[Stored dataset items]
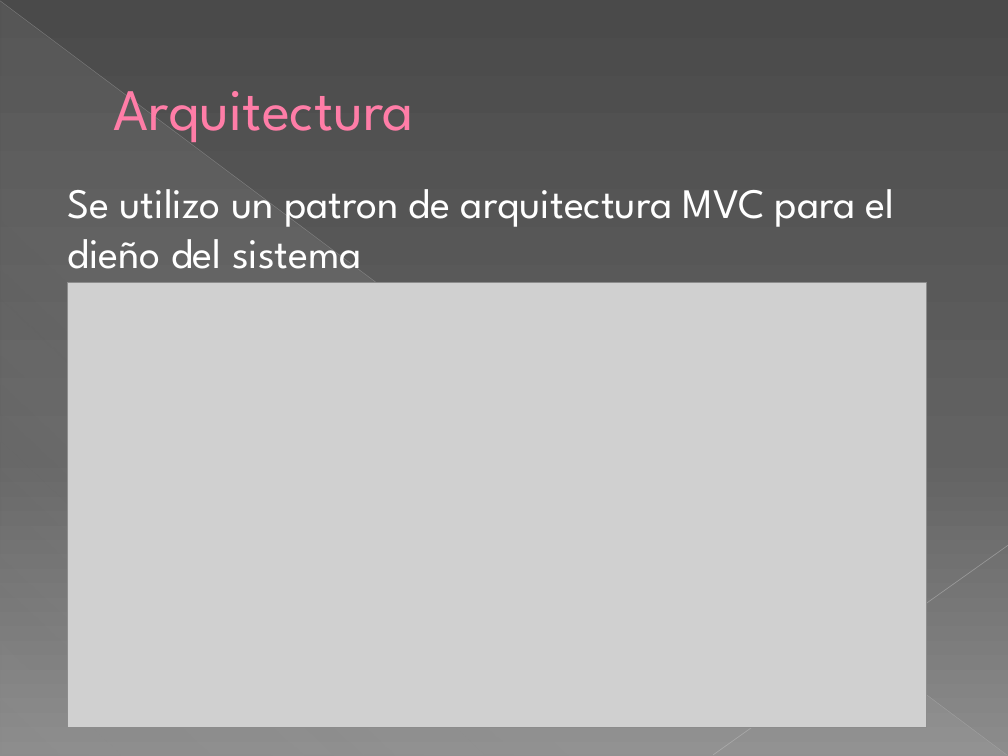
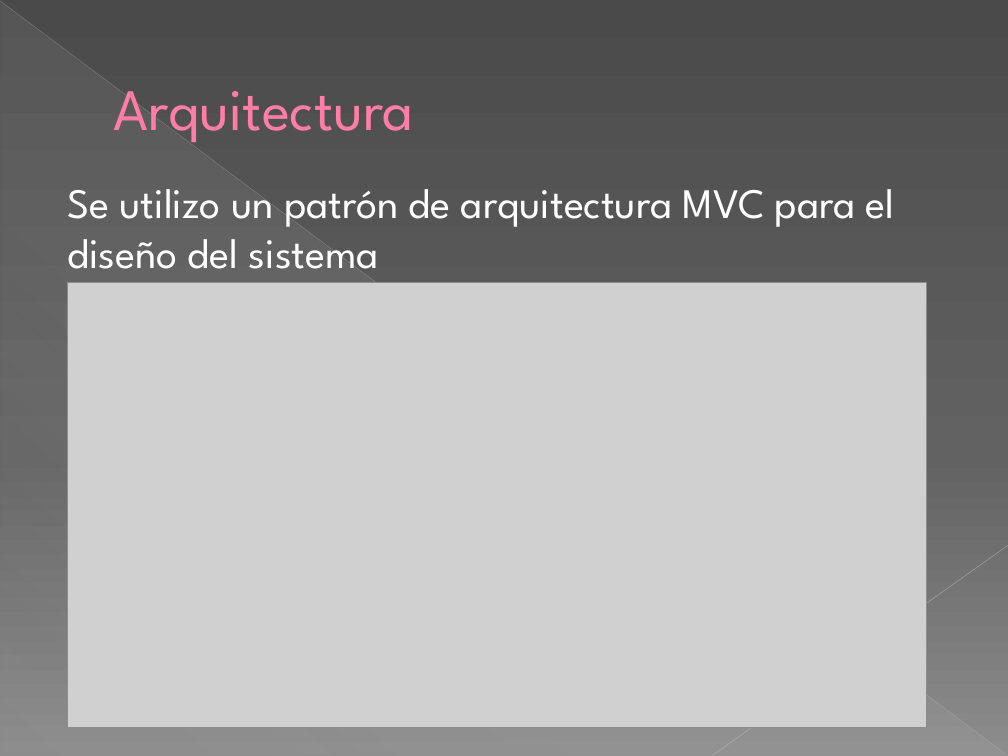
Before and after one commit to francovqz/IngSoft-2017-iSoft, a slide deck: slide 4 of doc/Presentacion.pptx. Drawn at 1008x756 pixels with LibreOffice and Linux fonts; fonts in the diff are those of the drawing; grey boxes stand for pictures. Boxes give left, top, right and bottom in pixels: in the first picture for what was removed or moved away, otherwise in the second. Text is boxed around its words. In the diff, an @@ line names an element or a change of style, - is before the commit and + after.

Commit message:
Se han actualizado el doc de arquitectura y la presentacion

```diff
--- a/doc/Presentacion.pptx
+++ b/doc/Presentacion.pptx
@@ text at <box>67,189,895,269</box>: text changed @@
-Se utilizo un patron de arquitectura MVC para el dieño del sistema
+Se utilizo un patrón de arquitectura MVC para el diseño del sistema
```
Also in this commit, not shown: 6 other slides changed, 1 slide added, 1 other file.
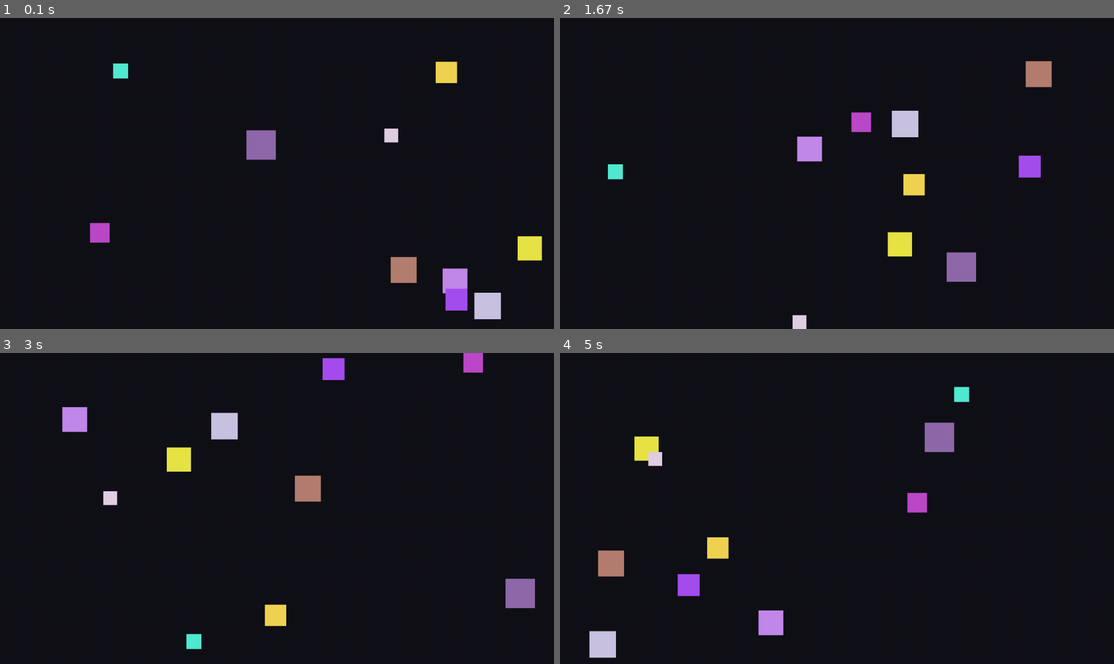
Above: before the commit, frames 1-4 (two rows, left to right).
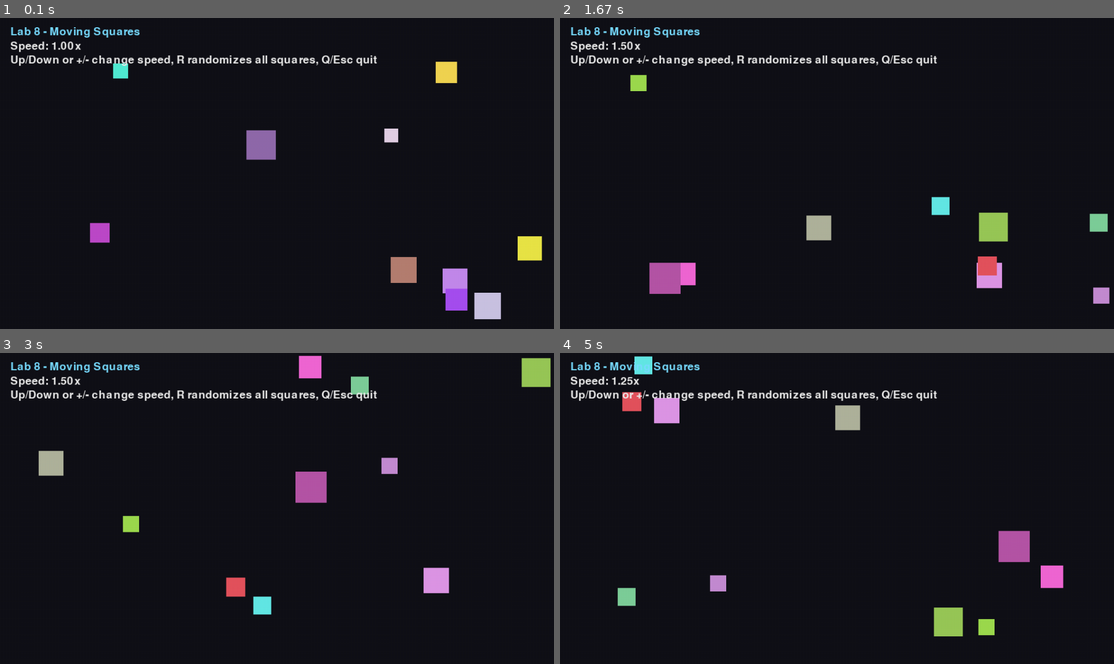
Above: after the commit, the same moments.

Repository: benogeorge/lab8-pygame
Game: pygame game, started from main.py
Two runs of this game, one before a commit and one after it. Both use one fixed random seed, a clock stepped at 60 frames per second and the inputs below.
Inputs:
- Up to frame 1 (0.1 s): no input
- Up to frame 2 (1.67 s): hold - 0.33-0.8 s; hold Up 0.33-0.8 s; hold R 0.83-1.3 s; hold Up 0.83-1.3 s; hold Up from 1.33 s (still down)
- Up to frame 3 (3 s): release Up at 1.8 s; hold Down 1.83-2.13 s; hold Up 2.17-2.53 s; hold Down 2.57-2.93 s; hold Up from 2.97 s (still down)
- Up to frame 4 (5 s): release Up at 3.27 s; hold Down 3.3-3.6 s; hold Up 3.63-4 s; hold Down 4.03-4.4 s; hold Up 4.43-4.73 s; hold Down from 4.77 s (still down)

The runs differ from the first frame. In frame 1, 1.4% of the frame differs, in the area x 1-69%, y 2-16%; in frame 2, 7.4%; in frame 3, 7.2%; in frame 4, 7.5%, in the area x 1-91%, y 0-99%.

Commit message:
lab8-pygame

Diff:
--- a/main.py
+++ b/main.py
@@ -11,6 +11,11 @@
 FPS = 60
 SQUARE_COUNT = 10
 BACKGROUND = (18, 18, 24)
+TEXT_COLOR = (235, 235, 235)
+ACCENT_COLOR = (120, 220, 255)
+MIN_SPEED_SCALE = 0.25
+MAX_SPEED_SCALE = 4.0
+SPEED_STEP = 0.25
 
 
 @dataclass
@@ -22,9 +27,9 @@
     size: int
     color: pygame.Color
 
-    def update(self, width: int, height: int) -> None:
-        self.x += self.vx
-        self.y += self.vy
+    def update(self, width: int, height: int, speed_scale: float) -> None:
+        self.x += self.vx * speed_scale
+        self.y += self.vy * speed_scale
 
         if self.x <= 0:
             self.x = 0
@@ -66,12 +71,30 @@
     return [create_square(width, height) for _ in range(count)]
 
 
+def draw_overlay(surface: pygame.Surface, font: pygame.font.Font, speed_scale: float) -> None:
+    lines = [
+        "Lab 8 - Moving Squares",
+        f"Speed: {speed_scale:.2f}x",
+        "Up/Down or +/- change speed, R randomizes all squares, Q/Esc quit",
+    ]
+
+    x = 18
+    y = 14
+    for index, line in enumerate(lines):
+        color = ACCENT_COLOR if index == 0 else TEXT_COLOR
+        text = font.render(line, True, color)
+        surface.blit(text, (x, y))
+        y += text.get_height() + 4
+
+
 def main() -> None:
     pygame.init()
     screen = pygame.display.set_mode((WIDTH, HEIGHT))
     pygame.display.set_caption("Lab 8 - Moving Squares")
     clock = pygame.time.Clock()
+    font = pygame.font.Font(None, 28)
     squares = create_squares(SQUARE_COUNT, WIDTH, HEIGHT)
+    speed_scale = 1.0
     running = True
 
     while running:
@@ -80,13 +103,21 @@
                 running = False
             elif event.type == pygame.KEYDOWN and event.key in (pygame.K_ESCAPE, pygame.K_q):
                 running = False
+            elif event.type == pygame.KEYDOWN and event.key in (pygame.K_UP, pygame.K_EQUALS, pygame.K_PLUS):
+                speed_scale = min(MAX_SPEED_SCALE, speed_scale + SPEED_STEP)
+            elif event.type == pygame.KEYDOWN and event.key in (pygame.K_DOWN, pygame.K_MINUS, pygame.K_KP_MINUS):
+                speed_scale = max(MIN_SPEED_SCALE, speed_scale - SPEED_STEP)
+            elif event.type == pygame.KEYDOWN and event.key == pygame.K_r:
+                squares = create_squares(SQUARE_COUNT, WIDTH, HEIGHT)
+                speed_scale = 1.0
 
         for square in squares:
-            square.update(WIDTH, HEIGHT)
+            square.update(WIDTH, HEIGHT, speed_scale)
 
         screen.fill(BACKGROUND)
         for square in squares:
             square.draw(screen)
+        draw_overlay(screen, font, speed_scale)
 
         pygame.display.flip()
         clock.tick(FPS)
Not shown, changed: README.md
Not shown, changed: JOURNAL.md

▶ **Work to complete**:
Above are the records; copy them exactly without the pictures.

▶ **Task answer**:
Before and after one commit to francovqz/IngSoft-2017-iSoft, a slide deck: slide 4 of doc/Presentacion.pptx. Drawn at 1008x756 pixels with LibreOffice and Linux fonts; fonts in the diff are those of the drawing; grey boxes stand for pictures. Boxes give left, top, right and bottom in pixels: in the first picture for what was removed or moved away, otherwise in the second. Text is boxed around its words. In the diff, an @@ line names an element or a change of style, - is before the commit and + after.

Commit message:
Se han actualizado el doc de arquitectura y la presentacion

```diff
--- a/doc/Presentacion.pptx
+++ b/doc/Presentacion.pptx
@@ text at <box>67,189,895,269</box>: text changed @@
-Se utilizo un patron de arquitectura MVC para el dieño del sistema
+Se utilizo un patrón de arquitectura MVC para el diseño del sistema
```
Also in this commit, not shown: 6 other slides changed, 1 slide added, 1 other file.
Above: before the commit, frames 1-4 (two rows, left to right).
Above: after the commit, the same moments.

Repository: benogeorge/lab8-pygame
Game: pygame game, started from main.py
Two runs of this game, one before a commit and one after it. Both use one fixed random seed, a clock stepped at 60 frames per second and the inputs below.
Inputs:
- Up to frame 1 (0.1 s): no input
- Up to frame 2 (1.67 s): hold - 0.33-0.8 s; hold Up 0.33-0.8 s; hold R 0.83-1.3 s; hold Up 0.83-1.3 s; hold Up from 1.33 s (still down)
- Up to frame 3 (3 s): release Up at 1.8 s; hold Down 1.83-2.13 s; hold Up 2.17-2.53 s; hold Down 2.57-2.93 s; hold Up from 2.97 s (still down)
- Up to frame 4 (5 s): release Up at 3.27 s; hold Down 3.3-3.6 s; hold Up 3.63-4 s; hold Down 4.03-4.4 s; hold Up 4.43-4.73 s; hold Down from 4.77 s (still down)

The runs differ from the first frame. In frame 1, 1.4% of the frame differs, in the area x 1-69%, y 2-16%; in frame 2, 7.4%; in frame 3, 7.2%; in frame 4, 7.5%, in the area x 1-91%, y 0-99%.

Commit message:
lab8-pygame

Diff:
--- a/main.py
+++ b/main.py
@@ -11,6 +11,11 @@
 FPS = 60
 SQUARE_COUNT = 10
 BACKGROUND = (18, 18, 24)
+TEXT_COLOR = (235, 235, 235)
+ACCENT_COLOR = (120, 220, 255)
+MIN_SPEED_SCALE = 0.25
+MAX_SPEED_SCALE = 4.0
+SPEED_STEP = 0.25
 
 
 @dataclass
@@ -22,9 +27,9 @@
     size: int
     color: pygame.Color
 
-    def update(self, width: int, height: int) -> None:
-        self.x += self.vx
-        self.y += self.vy
+    def update(self, width: int, height: int, speed_scale: float) -> None:
+        self.x += self.vx * speed_scale
+        self.y += self.vy * speed_scale
 
         if self.x <= 0:
             self.x = 0
@@ -66,12 +71,30 @@
     return [create_square(width, height) for _ in range(count)]
 
 
+def draw_overlay(surface: pygame.Surface, font: pygame.font.Font, speed_scale: float) -> None:
+    lines = [
+        "Lab 8 - Moving Squares",
+        f"Speed: {speed_scale:.2f}x",
+        "Up/Down or +/- change speed, R randomizes all squares, Q/Esc quit",
+    ]
+
+    x = 18
+    y = 14
+    for index, line in enumerate(lines):
+        color = ACCENT_COLOR if index == 0 else TEXT_COLOR
+        text = font.render(line, True, color)
+        surface.blit(text, (x, y))
+        y += text.get_height() + 4
+
+
 def main() -> None:
     pygame.init()
     screen = pygame.display.set_mode((WIDTH, HEIGHT))
     pygame.display.set_caption("Lab 8 - Moving Squares")
     clock = pygame.time.Clock()
+    font = pygame.font.Font(None, 28)
     squares = create_squares(SQUARE_COUNT, WIDTH, HEIGHT)
+    speed_scale = 1.0
     running = True
 
     while running:
@@ -80,13 +103,21 @@
                 running = False
             elif event.type == pygame.KEYDOWN and event.key in (pygame.K_ESCAPE, pygame.K_q):
                 running = False
+            elif event.type == pygame.KEYDOWN and event.key in (pygame.K_UP, pygame.K_EQUALS, pygame.K_PLUS):
+                speed_scale = min(MAX_SPEED_SCALE, speed_scale + SPEED_STEP)
+            elif event.type == pygame.KEYDOWN and event.key in (pygame.K_DOWN, pygame.K_MINUS, pygame.K_KP_MINUS):
+                speed_scale = max(MIN_SPEED_SCALE, speed_scale - SPEED_STEP)
+            elif event.type == pygame.KEYDOWN and event.key == pygame.K_r:
+                squares = create_squares(SQUARE_COUNT, WIDTH, HEIGHT)
+                speed_scale = 1.0
 
         for square in squares:
-            square.update(WIDTH, HEIGHT)
+            square.update(WIDTH, HEIGHT, speed_scale)
 
         screen.fill(BACKGROUND)
         for square in squares:
             square.draw(screen)
+        draw_overlay(screen, font, speed_scale)
 
         pygame.display.flip()
         clock.tick(FPS)
Not shown, changed: README.md
Not shown, changed: JOURNAL.md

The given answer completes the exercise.